There was no way that the areas underneath my toenails were not bleeding right now. That was annoying too. It felt weird for weeks, and it looked gross. Usually, I had his magic to take care of bloody toenails or things of the likewise, but as today was different, I was rather annoyed. 

Then I remembered that he was being carried into a dungeon in a castle full of mind controlled warriors by an insane and evil sorceress who was out for both my blood, and the blood of the person I loved most. Yeah. It seemed like my day was only getting worse and worse. At least I wouldn't have to worry about bloody toenails when there were more important matters at hand. 

It didn't take long for me to realize that Morgana wasn't taking me to my own cell. In, fact, it seemed to be a completely different sections of the giant dungeons. Really, why did she need so many cells? Was she planning to keep all of Camelot behind bars? Funny thought..... Or not. 

But where she was taking me now, I didn't like the feel of it. The place seemed oddly familiar, but it felt bad. It felt so bad. As if there was some dark magic brooding down here over centuries of collection and waiting. I was going to be it's feast. Whatever Morgana planned to do to me here, it wasn't going to be good. 

My mind went through so many scenarios. Torture, for one. She wanted the information, that much was obvious, and she didn't buy the little idiot game I had been playing. How long would I be able to hold out if she tortured me? I probably wouldn't have my magic to help me down here. I didn't trust the dark magic, it almost felt suffocating. What if my magic was harmed? No, if I survived torture it had to be of my natural abilities. I wondered how much pain I would be able to take if it came to that. I had survived a serket's sting, poison, and so much more. Would Morgana expect me to withstand that much? I would find out when the moment came, wouldn't I?

What if she did something else? What if she simply killed me? It would be easy enough. For all uses and purposes, this place was empty. Nobody would hear, nobody would know that I had died in this godforsaken place. It would be horrible. I would never have an opportunity to say goodbye to Arthur.

But then again, there was the chance that wouldn't happen. 

In fact, Morgana led me to a hallway full of trapdoors on the ground, each only a couple feet apart from the other.

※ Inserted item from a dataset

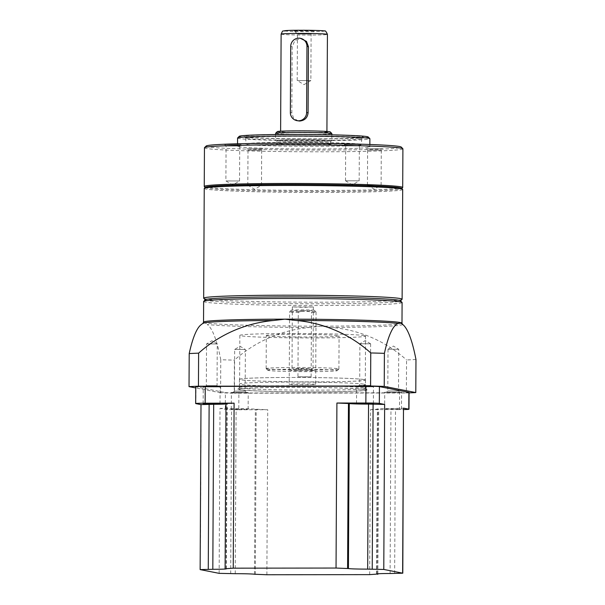 <?xml version="1.0" encoding="UTF-8"?>
<svg xmlns="http://www.w3.org/2000/svg" width="605" height="605" viewBox="0 0 605 605"><rect width="100%" height="100%" fill="white"/><g stroke="black" fill="none" stroke-linecap="round" stroke-linejoin="round"><path stroke-width="0.45" stroke-dasharray="3.02 2.27" d="M298.295 312.331L302.969 310.668A11.578 0.401 0.3 0 1 291.444 310.282A11.578 0.401 0.3 0 1 291.262 310.191A11.578 0.401 0.3 0 1 301.986 309.858A11.578 0.401 0.3 0 1 314.214 310.252A11.578 0.401 0.3 0 1 314.396 310.312A11.578 0.401 0.3 0 1 306.803 310.668L311.462 312.316A13.227 0.461 -179.7 0 0 316.052 311.991A13.227 0.461 -179.7 0 0 316.044 311.968A13.227 0.461 -179.7 0 0 315.833 311.9A13.227 0.461 -179.7 0 0 301.857 311.454A13.227 0.461 -179.7 0 0 289.598 311.832A13.227 0.461 -179.7 0 0 289.591 311.847A13.227 0.461 -179.7 0 0 289.81 311.93A13.227 0.461 -179.7 0 0 298.295 312.331L297.955 376.786L311.129 376.771A13.227 0.461 0.3 0 1 297.955 376.786M289.424 384.326A13.227 0.461 -179.7 0 0 303.634 384.772A13.227 0.461 -179.7 0 0 315.674 384.379A13.227 0.461 -179.7 0 0 315.455 384.296A13.227 0.461 -179.7 0 0 301.245 383.842A13.227 0.461 -179.7 0 0 289.213 384.236A13.227 0.461 -179.7 0 0 289.424 384.326M311.129 376.771L311.462 312.316M364.414 384.236A63.011 2.201 0.3 0 1 365.45 384.636A63.011 2.201 0.3 0 1 308.142 386.527A63.011 2.201 0.3 0 1 240.465 384.379A63.011 2.201 0.3 0 1 239.436 383.978A63.011 2.201 0.3 0 1 296.745 382.088A63.011 2.201 0.3 0 1 364.414 384.236M364.391 389.522A63.011 2.201 0.3 0 1 365.42 389.93A63.011 2.201 0.3 0 1 308.111 391.821A63.011 2.201 0.3 0 1 240.435 389.673A63.011 2.201 0.3 0 1 239.406 389.265A63.011 2.201 0.3 0 1 296.715 387.374A63.011 2.201 0.3 0 1 364.391 389.522M356.738 386.769L373.466 386.799L356.738 386.769M384.856 392.267L401.584 392.305L384.856 392.267M384.772 409.056L401.501 409.093L384.772 409.056M231.496 392.448L248.224 392.479L231.496 392.448M231.405 409.237L248.141 409.275L231.405 409.237M203.378 386.95L220.107 386.981L203.378 386.95M219.146 573.351L220.008 408.337L225.317 409.381A11.578 0.401 -179.7 0 0 238.793 409.774L238.877 392.978L399.587 392.796L399.504 409.585A11.578 0.401 -179.7 0 0 403.648 409.547M238.877 392.978A11.578 0.401 0.3 0 1 225.4 392.584L225.317 409.381M195.846 403.618L195.937 386.822L225.4 392.584M409.078 392.448A11.578 0.401 0.3 0 1 399.587 392.796M369.685 574.629L370.547 409.615L399.504 409.585M370.547 409.615L377.686 409.093A16.539 0.575 0.3 0 1 377.414 408.988A16.539 0.575 0.3 0 1 390.966 408.488L403.656 408.186M238.793 409.774L267.743 409.736L255.363 409.237A16.539 0.575 0.3 0 0 236.109 408.67L220.008 408.337M225.968 403.459L226.966 403.686A16.539 0.575 0.3 0 1 227.238 403.792A16.539 0.575 0.3 0 1 225.968 404.004M302.969 310.668L306.803 310.668M203.643 301.479A99.228 3.464 -179.7 0 0 205.276 302.114A99.228 3.464 -179.7 0 0 311.847 305.495A99.228 3.464 -179.7 0 0 402.098 302.523M205.367 299.717A97.571 3.403 -179.7 0 0 205.367 299.959A97.571 3.403 -179.7 0 0 206.91 300.458A97.571 3.403 -179.7 0 0 310.01 303.786A97.571 3.403 -179.7 0 0 400.389 300.98A97.571 3.403 -179.7 0 0 400.397 300.738M203.726 298.295A99.228 3.464 -179.7 0 0 205.292 298.81A99.228 3.464 -179.7 0 0 310.138 302.19A99.228 3.464 -179.7 0 0 402.053 299.339M366.017 389.522A64.659 2.254 0.3 0 1 367.038 389.854A64.659 2.254 0.3 0 1 309.389 391.874A64.659 2.254 0.3 0 1 238.809 389.673A64.659 2.254 0.3 0 1 237.788 389.181A64.659 2.254 0.3 0 1 297.69 387.321A64.659 2.254 0.3 0 1 366.017 389.522M364.399 387.873A63.011 2.201 0.3 0 1 365.39 388.198A63.011 2.201 0.3 0 1 365.428 388.274A63.011 2.201 0.3 0 1 308.119 390.164A63.011 2.201 0.3 0 1 240.45 388.017A63.011 2.201 0.3 0 1 239.414 387.616A63.011 2.201 0.3 0 1 239.451 387.54A63.011 2.201 0.3 0 1 297.819 385.725A63.011 2.201 0.3 0 1 364.399 387.873M399.655 392.252L386.542 392.214L399.655 392.252M398.43 390.996L387.797 390.974L398.43 390.996M246.296 392.426L233.182 392.395L246.296 392.426M245.07 391.178L234.438 391.148L245.07 391.178M218.178 386.928L205.065 386.897L218.178 386.928M216.953 385.68L206.32 385.65L216.953 385.68M371.538 386.754L358.425 386.716L371.538 386.754M370.313 385.498L359.68 385.468L370.313 385.498M204.24 188.435A99.228 3.464 -179.7 0 0 205.866 189.07A99.228 3.464 -179.7 0 0 312.437 192.45A99.228 3.464 -179.7 0 0 402.688 189.471M364.437 379.607A63.011 2.201 0.3 0 1 365.473 380.008A63.011 2.201 0.3 0 1 308.164 381.899A63.011 2.201 0.3 0 1 240.487 379.751A63.011 2.201 0.3 0 1 239.459 379.35A63.011 2.201 0.3 0 1 296.768 377.459A63.011 2.201 0.3 0 1 364.437 379.607M398.65 349.282L388.017 349.259L398.65 349.282M245.29 349.456L234.657 349.44L245.29 349.456M217.172 343.958L206.539 343.935L217.172 343.958M370.532 343.784L359.899 343.761L370.532 343.784M205.299 187.331A98.237 3.426 -179.7 0 0 205.292 187.565A98.237 3.426 -179.7 0 0 206.849 188.072A98.237 3.426 -179.7 0 0 310.645 191.414A98.237 3.426 -179.7 0 0 401.644 188.594A98.237 3.426 -179.7 0 0 401.644 188.359M204.309 186.574A99.228 3.464 -179.7 0 0 205.874 187.081A99.228 3.464 -179.7 0 0 310.72 190.462A99.228 3.464 -179.7 0 0 402.643 187.611M364.278 379.607A62.844 2.193 0.3 0 1 365.307 380.008A62.844 2.193 0.3 0 1 308.149 381.891A62.844 2.193 0.3 0 1 240.654 379.751A62.844 2.193 0.3 0 1 239.625 379.35A62.844 2.193 0.3 0 1 296.783 377.467A62.844 2.193 0.3 0 1 364.278 379.607M364.505 335.646A62.844 2.193 0.3 0 1 365.541 336.047A62.844 2.193 0.3 0 1 308.376 337.93A62.844 2.193 0.3 0 1 240.881 335.79A62.844 2.193 0.3 0 1 239.852 335.389A62.844 2.193 0.3 0 1 297.01 333.506A62.844 2.193 0.3 0 1 364.505 335.646M204.452 147.779A99.228 3.464 -179.7 0 0 206.078 148.406A99.228 3.464 -179.7 0 0 312.649 151.794A99.228 3.464 -179.7 0 0 402.9 148.815M206.176 146.017A97.571 3.403 -179.7 0 0 207.712 146.758A97.571 3.403 -179.7 0 0 314.207 150.085A97.571 3.403 -179.7 0 0 401.198 147.038M266.737 368.816A36.383 1.27 0.3 0 1 266.162 368.626A36.383 1.27 0.3 0 1 266.139 368.581A36.383 1.27 0.3 0 1 299.233 367.492A36.383 1.27 0.3 0 1 338.308 368.732A36.383 1.27 0.3 0 1 338.906 368.967A36.383 1.27 0.3 0 1 338.883 369.005A36.383 1.27 0.3 0 1 305.177 370.056A36.383 1.27 0.3 0 1 266.737 368.816M266.911 335.76A36.383 1.27 0.3 0 1 266.313 335.525A36.383 1.27 0.3 0 1 299.407 334.436A36.383 1.27 0.3 0 1 338.482 335.677A36.383 1.27 0.3 0 1 339.08 335.911A36.383 1.27 0.3 0 1 305.986 337A36.383 1.27 0.3 0 1 266.911 335.76M268.355 370.464A34.727 1.21 0.3 0 1 267.803 370.283A34.727 1.21 0.3 0 1 298.772 369.201A34.727 1.21 0.3 0 1 336.675 370.389A34.727 1.21 0.3 0 1 337.219 370.646A34.727 1.21 0.3 0 1 305.049 371.644A34.727 1.21 0.3 0 1 268.355 370.464M246.704 148.868L263.107 148.913L246.704 148.868M248.11 150.297L261.67 150.327L248.11 150.297M366.327 148.724L382.723 148.769L366.327 148.724M367.734 150.153L381.294 150.184L367.734 150.153M344.396 144.436L360.792 144.482L344.396 144.436M345.795 145.865L359.362 145.896L345.795 145.865M224.773 144.58L241.176 144.618L224.773 144.58M226.179 146.009L239.739 146.032L226.179 146.009M237.576 138.031A66.149 2.307 -179.7 0 0 238.665 138.454A66.149 2.307 -179.7 0 0 309.715 140.708A66.149 2.307 -179.7 0 0 369.882 138.726M368.755 146.569A66.149 2.307 -179.7 0 0 297.705 144.315A66.149 2.307 -179.7 0 0 237.538 146.297A66.149 2.307 -179.7 0 0 238.62 146.72A66.149 2.307 -179.7 0 0 309.669 148.974A66.149 2.307 -179.7 0 0 369.837 146.992A66.149 2.307 -179.7 0 0 368.755 146.569M247.929 185.228L261.489 185.251L247.929 185.228M367.545 185.085L381.112 185.115L367.545 185.085M345.614 180.797L359.173 180.827L345.614 180.797M225.99 180.933L239.557 180.963L225.99 180.933M239.277 136.306A64.501 2.254 -179.7 0 0 240.298 136.798A64.501 2.254 -179.7 0 0 310.69 138.999A64.501 2.254 -179.7 0 0 368.195 136.987M300.632 368.4L313.027 368.831L292.192 368.785L300.632 368.4M300.322 369.995A12.153 0.424 0.3 0 1 314.66 370.472A12.153 0.424 0.3 0 1 304.708 370.857A12.153 0.424 0.3 0 1 290.37 370.343A12.153 0.424 0.3 0 1 300.322 369.995M313.178 306.947L303.793 307.332L292.344 306.901L313.178 306.947M245.176 136.798A59.54 2.08 -179.7 0 0 308.089 138.825A59.54 2.08 -179.7 0 0 363.234 137.108A59.54 2.08 -179.7 0 0 362.297 136.654A59.54 2.08 -179.7 0 0 297.32 134.628A59.54 2.08 -179.7 0 0 244.238 136.488A59.54 2.08 -179.7 0 0 245.176 136.798M246.795 138.447A57.883 2.019 -179.7 0 0 307.96 140.413A57.883 2.019 -179.7 0 0 361.578 138.749A57.883 2.019 -179.7 0 0 361.608 138.681A57.883 2.019 -179.7 0 0 360.663 138.311A57.883 2.019 -179.7 0 0 298.492 136.337A57.883 2.019 -179.7 0 0 245.849 138.076A57.883 2.019 -179.7 0 0 245.88 138.144A57.883 2.019 -179.7 0 0 246.795 138.447M246.764 144.398A57.883 2.019 -179.7 0 0 308.936 146.365A57.883 2.019 -179.7 0 0 361.578 144.633A57.883 2.019 -179.7 0 0 360.633 144.262A57.883 2.019 -179.7 0 0 298.462 142.288A57.883 2.019 -179.7 0 0 245.819 144.028A57.883 2.019 -179.7 0 0 246.764 144.398M330.05 144.3A26.794 0.938 -179.7 0 0 301.275 143.385A26.794 0.938 -179.7 0 0 276.909 144.187A26.794 0.938 -179.7 0 0 277.347 144.361A26.794 0.938 -179.7 0 0 306.122 145.276A26.794 0.938 -179.7 0 0 330.489 144.466A26.794 0.938 -179.7 0 0 330.05 144.3M330.065 140.662A26.794 0.938 -179.7 0 0 301.29 139.747A26.794 0.938 -179.7 0 0 276.924 140.549A26.794 0.938 -179.7 0 0 277.362 140.723A26.794 0.938 -179.7 0 0 306.138 141.638A26.794 0.938 -179.7 0 0 330.504 140.836A26.794 0.938 -179.7 0 0 330.065 140.662M275.638 133.274A28.117 0.983 -179.7 0 0 276.099 133.455A28.117 0.983 -179.7 0 0 306.296 134.408A28.117 0.983 -179.7 0 0 331.865 133.569M331.366 140.662A28.117 0.983 -179.7 0 0 301.177 139.702A28.117 0.983 -179.7 0 0 275.6 140.549A28.117 0.983 -179.7 0 0 276.062 140.723A28.117 0.983 -179.7 0 0 306.259 141.683A28.117 0.983 -179.7 0 0 331.827 140.836A28.117 0.983 -179.7 0 0 331.366 140.662M277.317 131.595A26.461 0.923 -179.7 0 0 277.74 131.799A26.461 0.923 -179.7 0 0 306.614 132.699A26.461 0.923 -179.7 0 0 330.209 131.875M298.106 120.887L293.554 118.081L291.822 112.832L292.17 46.721L294.99 40.323L301.623 38.546M326.534 131.739A23.156 0.809 -179.7 0 0 301.668 130.952A23.156 0.809 -179.7 0 0 280.614 131.648A23.156 0.809 -179.7 0 0 280.992 131.792A23.156 0.809 -179.7 0 0 305.858 132.586A23.156 0.809 -179.7 0 0 326.919 131.89A23.156 0.809 -179.7 0 0 326.534 131.739M294.529 30.961L314.207 31.014L303.218 30.598L294.529 30.961M297.554 34.039L311.114 34.069L297.554 34.039M297.305 80.541L310.872 80.571L297.305 80.541M415.968 359.514A132.306 4.621 0.3 0 1 406.552 359.945L406.378 392.993A132.306 4.621 -179.7 0 0 409.078 392.887M402.529 324.34A99.886 3.486 0.3 0 1 331.88 327.464A132.306 130.052 101.1 0 1 406.552 359.945M331.88 327.464L320.658 326.163L309.42 327.494A132.306 130.052 -78.9 0 0 234.407 360.141L234.233 393.197L406.378 392.993M309.42 327.494A99.886 3.486 0.3 0 1 207.22 324.499A132.306 23.867 -90.1 0 1 220.772 359.741A132.306 4.621 -179.7 0 0 234.407 360.141M220.772 359.741L220.598 392.796A132.306 4.621 -179.7 0 0 234.233 393.197M220.598 392.796L195.74 387.934M203.537 322.147A99.228 3.464 -179.7 0 0 205.163 322.775L207.22 324.499M401.992 323.183A99.228 3.464 0.3 0 1 320.658 326.163A99.228 3.464 0.3 0 1 205.163 322.775L203.099 323.69A132.306 23.867 89.9 0 0 201.034 324.779M203.099 323.69A99.886 3.486 0.3 0 1 202.985 323.297M200.293 569.66L201.155 404.654M266.881 574.75L267.743 409.736M225.272 568.534L226.134 403.52M226.104 568.692L226.966 403.686M230.694 573.691L231.556 408.677M235.247 573.684L236.109 408.67M254.493 574.251L255.363 409.237M255.333 574.41L256.195 409.404M377.656 573.797L378.518 409.26M376.824 573.895L377.686 409.093M390.104 573.502L390.966 408.488M394.657 573.495L395.519 408.488M281.121 34.137A23.156 0.809 -179.7 0 0 281.499 34.281A23.156 0.809 -179.7 0 0 306.364 35.075A23.156 0.809 -179.7 0 0 327.426 34.379M284.774 30.976A19.844 0.696 -179.7 0 0 307.869 31.649A19.844 0.696 -179.7 0 0 323.811 30.931M290.702 46.434L292.17 46.721M291.822 112.832L290.355 112.545M314.396 310.312L316.044 311.968M291.262 310.191L289.598 311.832L289.213 384.236M316.052 311.991L315.674 384.379M365.45 384.636L365.42 389.93M356.511 403.505L356.602 386.716M384.629 409.003L384.719 392.214M231.269 409.184L231.36 392.395M203.151 403.686L203.242 386.89M226.376 568.798L227.238 403.792M377.822 573.782L378.685 409.32M376.552 574.001L377.414 408.988M220.023 403.777L220.107 386.981M248.141 409.275L248.224 392.479M401.501 409.093L401.584 392.305M373.383 403.595L373.466 386.799M239.436 383.978L239.406 389.265M365.39 388.198L367.038 389.854M388.024 349.244L393.394 346.068L398.733 349.304L398.521 391.034L399.761 392.282M245.154 391.208L246.401 392.464M217.036 385.703L218.284 386.966M370.623 343.814L370.404 385.536L371.644 386.784M365.473 380.008L365.428 388.274M234.438 391.155L234.657 349.44L240.034 346.249L245.373 349.486L245.161 391.216M205.065 386.897L206.32 385.65L206.539 343.935L211.916 340.744L217.255 343.98L217.044 385.71M358.425 386.716L359.68 385.468L359.899 343.761L365.276 340.57L370.615 343.806M365.541 336.047L365.307 380.008M266.139 368.581L266.313 335.525M267.803 370.283L266.162 368.626M261.489 185.251L261.67 150.327L263.107 148.913M367.447 185.054L374.253 189.183L381.097 185.13L381.294 150.184L382.723 148.769M359.355 145.903L360.792 144.482M224.644 144.535L226.066 145.971L225.884 180.895L232.698 185.032L239.542 180.978L239.739 146.032L241.176 144.618M237.546 143.793L237.538 146.297M345.515 180.766L352.322 184.896L359.166 180.834L359.362 145.896M313.345 307.015L313.027 368.831L314.66 370.472M247.823 185.198L254.629 189.32L261.473 185.266M361.578 138.749L363.234 137.108M361.608 138.681L361.578 144.633M276.909 144.187L276.924 140.549M275.63 134.552L275.6 140.549M280.614 131.202L280.614 131.648M294.378 30.908L297.441 34.009L297.199 80.495L304.012 84.639L310.857 80.578L311.114 34.069L314.207 31.014M326.919 131.444L326.919 131.89M331.865 134.847L331.827 140.836M330.489 144.466L330.504 140.836M245.849 138.076L245.819 144.028M245.88 138.144L244.238 136.488M292.344 306.901L292.018 368.717L290.37 370.343M345.5 180.751L345.689 145.82M367.439 185.039L367.621 150.116L366.199 148.686M247.816 185.183L247.997 150.252L246.575 148.822M369.852 144.489L369.837 146.992M345.689 145.835L344.268 144.398M337.219 370.646L338.883 369.005M338.906 368.967L339.08 335.911M239.852 335.389L239.625 379.35M388.017 349.259L387.797 390.974L386.542 392.214M239.459 379.35L239.414 387.616M234.438 391.148L233.182 392.395M239.451 387.54L237.788 389.181"/><path stroke-width="0.91" d="M356.647 403.558L373.383 403.595L356.647 403.558M203.288 403.739L220.023 403.777L203.288 403.739M195.657 403.543L195.748 386.746A11.578 0.401 0.3 0 1 205.239 386.398L205.148 403.195A11.578 0.401 -179.7 0 0 195.657 403.543A11.578 0.401 -179.7 0 0 195.846 403.618L200.996 404.624M383.782 569.449L367.674 569.116A16.539 0.575 0.3 0 1 348.427 568.549L336.04 568.05L233.243 568.171L226.104 568.692A16.539 0.575 0.3 0 1 226.376 568.798A16.539 0.575 0.3 0 1 212.816 569.297L200.134 569.6L219.146 573.351L235.247 573.684A16.539 0.575 0.3 0 1 254.493 574.251L266.881 574.75L369.685 574.629L376.817 574.107A16.539 0.575 0.3 0 1 376.552 574.001A16.539 0.575 0.3 0 1 390.104 573.502L402.794 573.2L383.782 569.449L384.644 404.442L379.335 403.399A11.578 0.401 -179.7 0 0 365.859 403.006L365.949 386.217L205.239 386.398M365.949 386.217A11.578 0.401 0.3 0 1 379.426 386.61L379.335 403.399M403.648 409.547A11.578 0.401 -179.7 0 0 408.988 409.237A11.578 0.401 -179.7 0 0 408.798 409.161L408.889 392.373L379.426 386.61M408.889 392.373A11.578 0.401 0.3 0 1 409.078 392.448L408.988 409.237M365.859 403.006L336.909 403.036L349.289 403.543A16.539 0.575 0.3 0 0 368.543 404.102L384.644 404.442M408.798 409.161L403.49 408.125L402.794 573.2M233.243 568.171L234.105 403.157L205.148 403.195M225.968 404.004A16.539 0.575 0.3 0 1 213.686 404.284L200.996 404.586L200.134 569.6M234.105 403.157L225.968 403.459L225.105 568.466M401.992 323.183L402.098 302.523A99.228 3.464 -179.7 0 0 402.038 302.402A99.228 3.464 -179.7 0 0 400.472 301.887A99.228 3.464 -179.7 0 0 295.626 298.507A99.228 3.464 -179.7 0 0 203.711 301.358A99.228 3.464 -179.7 0 0 203.643 301.479L203.537 322.147A99.228 3.464 -179.7 0 1 284.872 319.16A99.228 3.464 0.3 0 1 400.366 322.548L402.416 324.272A99.886 3.486 0.3 0 1 402.529 324.34L401.992 323.183A99.228 3.464 0.3 0 0 400.366 322.548L398.294 323.463A132.306 23.867 -90.1 0 0 384.402 353.343A132.306 4.621 -179.7 0 0 370.767 352.942A132.306 130.052 -78.9 0 0 296.095 320.469A99.886 3.486 0.3 0 1 398.294 323.463M402.038 302.402L400.397 300.738A97.571 3.403 -179.7 0 0 398.854 300.239A97.571 3.403 -179.7 0 0 295.754 296.919A97.571 3.403 -179.7 0 0 205.367 299.717L203.711 301.358M400.51 300.859L402.053 299.339A99.228 3.464 -179.7 0 0 402.113 299.218A99.228 3.464 -179.7 0 0 400.487 298.583A99.228 3.464 -179.7 0 0 293.917 295.202A99.228 3.464 -179.7 0 0 203.666 298.174A99.228 3.464 -179.7 0 0 203.726 298.295L205.246 299.838M402.113 299.218L402.688 189.471A99.228 3.464 -179.7 0 0 402.627 189.35A99.228 3.464 -179.7 0 0 401.062 188.836A99.228 3.464 -179.7 0 0 296.216 185.463A99.228 3.464 -179.7 0 0 204.301 188.314A99.228 3.464 -179.7 0 0 204.24 188.435L203.666 298.174M402.627 189.35L401.644 188.359A98.237 3.426 -179.7 0 0 400.094 187.845A98.237 3.426 -179.7 0 0 296.291 184.502A98.237 3.426 -179.7 0 0 205.299 187.331L204.301 188.314M401.765 188.473L402.643 187.611A99.228 3.464 -179.7 0 0 402.703 187.489A99.228 3.464 -179.7 0 0 401.07 186.854A99.228 3.464 -179.7 0 0 294.499 183.474A99.228 3.464 -179.7 0 0 204.248 186.453A99.228 3.464 -179.7 0 0 204.309 186.574L205.178 187.444M402.703 187.489L402.9 148.815A99.228 3.464 -179.7 0 0 402.839 148.694A99.228 3.464 -179.7 0 0 401.274 148.18A99.228 3.464 -179.7 0 0 296.427 144.807A99.228 3.464 -179.7 0 0 204.513 147.658A99.228 3.464 -179.7 0 0 204.452 147.779L204.248 186.453M402.839 148.694L401.198 147.038A97.571 3.403 -179.7 0 0 399.655 146.531A97.571 3.403 -179.7 0 0 296.556 143.211A97.571 3.403 -179.7 0 0 206.176 146.017L204.513 147.658M369.852 144.489L369.882 138.726A66.149 2.307 -179.7 0 0 369.837 138.643A66.149 2.307 -179.7 0 0 368.793 138.303A66.149 2.307 -179.7 0 0 298.9 136.049A66.149 2.307 -179.7 0 0 237.621 137.955A66.149 2.307 -179.7 0 0 237.576 138.031L237.546 143.793M369.837 138.643L368.195 136.987A64.501 2.254 -179.7 0 0 367.174 136.654A64.501 2.254 -179.7 0 0 299.029 134.454A64.501 2.254 -179.7 0 0 239.277 136.306L237.621 137.955M331.865 134.847L331.865 133.569A28.117 0.983 -179.7 0 0 331.85 133.531A28.117 0.983 -179.7 0 0 331.411 133.387A28.117 0.983 -179.7 0 0 301.698 132.434A28.117 0.983 -179.7 0 0 275.661 133.236A28.117 0.983 -179.7 0 0 275.638 133.274L275.63 134.552M331.85 133.531L330.209 131.875A26.461 0.923 -179.7 0 0 329.793 131.739A26.461 0.923 -179.7 0 0 301.827 130.839A26.461 0.923 -179.7 0 0 277.317 131.595L275.661 133.236M300.42 38.312L306.485 41.412L308.437 46.706L308.089 112.817C307.491 117.824 304.67 120.561 299.641 121.038L296.904 120.652A8.266 8.13 101.1 0 1 290.355 112.545L290.702 46.434A8.266 8.13 101.1 0 1 300.42 38.312A8.266 8.13 101.1 0 1 306.969 46.419L306.622 112.53A8.266 8.13 101.1 0 1 296.904 120.652M409.078 392.887A132.306 4.621 -179.7 0 0 415.794 392.569L415.968 359.514A132.306 23.867 89.9 0 0 402.794 324.545A132.306 23.867 89.9 0 0 402.416 324.272M415.794 392.569L384.228 386.398L384.402 353.343M198.448 386.202A132.306 4.621 -179.7 0 0 189.032 386.625L189.206 353.57A132.306 4.621 0.3 0 1 198.621 353.146L198.448 386.202L370.593 385.998A132.306 4.621 0.3 0 1 384.228 386.398M195.74 387.934L189.032 386.625M370.593 385.998L370.767 352.942M296.095 320.469L284.872 319.16L273.634 320.491A132.306 130.052 -78.9 0 0 198.621 353.146M273.634 320.491A99.886 3.486 0.3 0 0 202.985 323.297A165.377 165.377 0 0 0 201.034 324.779A132.306 23.867 89.9 0 0 189.206 353.57M402.627 573.139L403.49 408.125M336.04 568.05L336.909 403.036M212.816 569.297L213.686 404.284M208.264 569.305L209.126 404.291M377.656 574.266L377.656 573.797M372.234 569.108L373.096 404.102M367.674 569.116L368.543 404.102M348.427 568.549L349.289 403.543M347.595 568.39L348.457 403.376M281.121 34.137C283.359 29.668 281.333 31.611 286.914 30.515C295.656 29.97 323.062 30.333 324.431 30.984C325.172 30.348 326.171 31.475 327.426 34.379A23.156 0.809 -179.7 0 0 327.048 34.228A23.156 0.809 -179.7 0 0 302.182 33.441A23.156 0.809 -179.7 0 0 281.121 34.137L280.614 131.202M308.089 112.817L306.622 112.53M323.811 30.931A19.844 0.696 -179.7 0 0 300.715 30.25A19.844 0.696 -179.7 0 0 284.774 30.976M308.437 46.706L306.969 46.419M377.815 574.334L377.822 573.782M327.426 34.379L326.919 131.444M202.985 323.297L203.537 322.147"/></g></svg>

In the back of my mind, I wondered what they were used for. Maybe they were passageways to a different dimension. Maybe they would take me somewhere peaceful, somewhere happy. As if. 

Morgana, suddenly no longer invisible, bent down to unlock one of the doors, and opened it. Peering in, all I could see was a deep, dark hole. Somewhere i did not want to be. 

"Get in." The women commanded, standing up again. "Now." I jumped up, taking a step back.

"Morgana...."

"I said get in!" The dark magic that had felt suffocating earlier now felt ten times more so. It felt as if a snake was wrapped around my body, and it was going to squeeze me until the pressure collapsed my organs. This was my punishment for not listening. 

Air suddenly coming in raged breathes, I sat on the floor, legs hanging into the dark hole but still touching no platform or floor to say I wouldn't fall and keep falling once I let go.